### INSTRUCTIONS TO FOLLOW
Repeat every entry word for word. Images do not belong in the copy.

_____

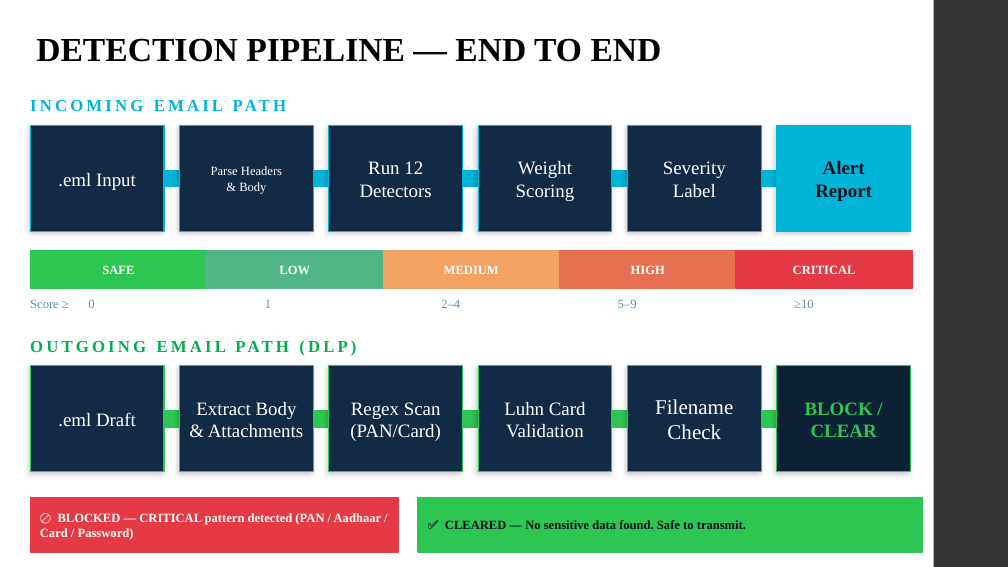
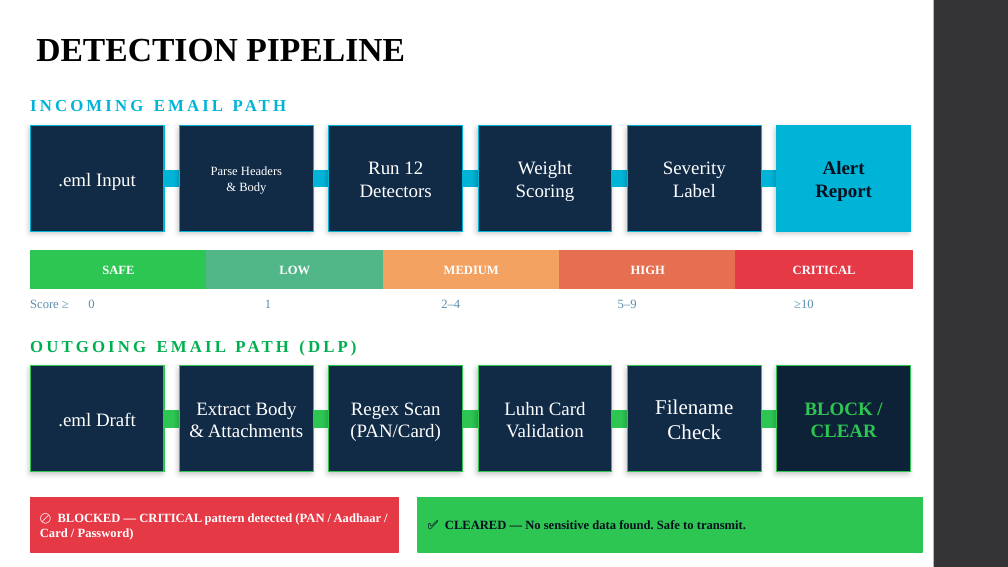
Before and after one commit to Preetamin04/PhishGuard_Data-Loss-Prevention, a slide deck: slide 6 of PhishGuard.pptx. Drawn at 1008x567 pixels with LibreOffice and Linux fonts; fonts in the diff are those of the drawing. Boxes give left, top, right and bottom in pixels: in the first picture for what was removed or moved away, otherwise in the second. Text is boxed around its words. In the diff, an @@ line names an element or a change of style, - is before the commit and + after.

```diff
--- a/PhishGuard.pptx
+++ b/PhishGuard.pptx
@@ text at (36,38,405,62): text changed @@
-DETECTION PIPELINE — END TO END
+DETECTION PIPELINE
```
Also in this commit, not shown: 2 other files.

_____

### REPLY TO THE EXERCISE
Before and after one commit to Preetamin04/PhishGuard_Data-Loss-Prevention, a slide deck: slide 6 of PhishGuard.pptx. Drawn at 1008x567 pixels with LibreOffice and Linux fonts; fonts in the diff are those of the drawing. Boxes give left, top, right and bottom in pixels: in the first picture for what was removed or moved away, otherwise in the second. Text is boxed around its words. In the diff, an @@ line names an element or a change of style, - is before the commit and + after.

```diff
--- a/PhishGuard.pptx
+++ b/PhishGuard.pptx
@@ text at (36,38,405,62): text changed @@
-DETECTION PIPELINE — END TO END
+DETECTION PIPELINE
```
Also in this commit, not shown: 2 other files.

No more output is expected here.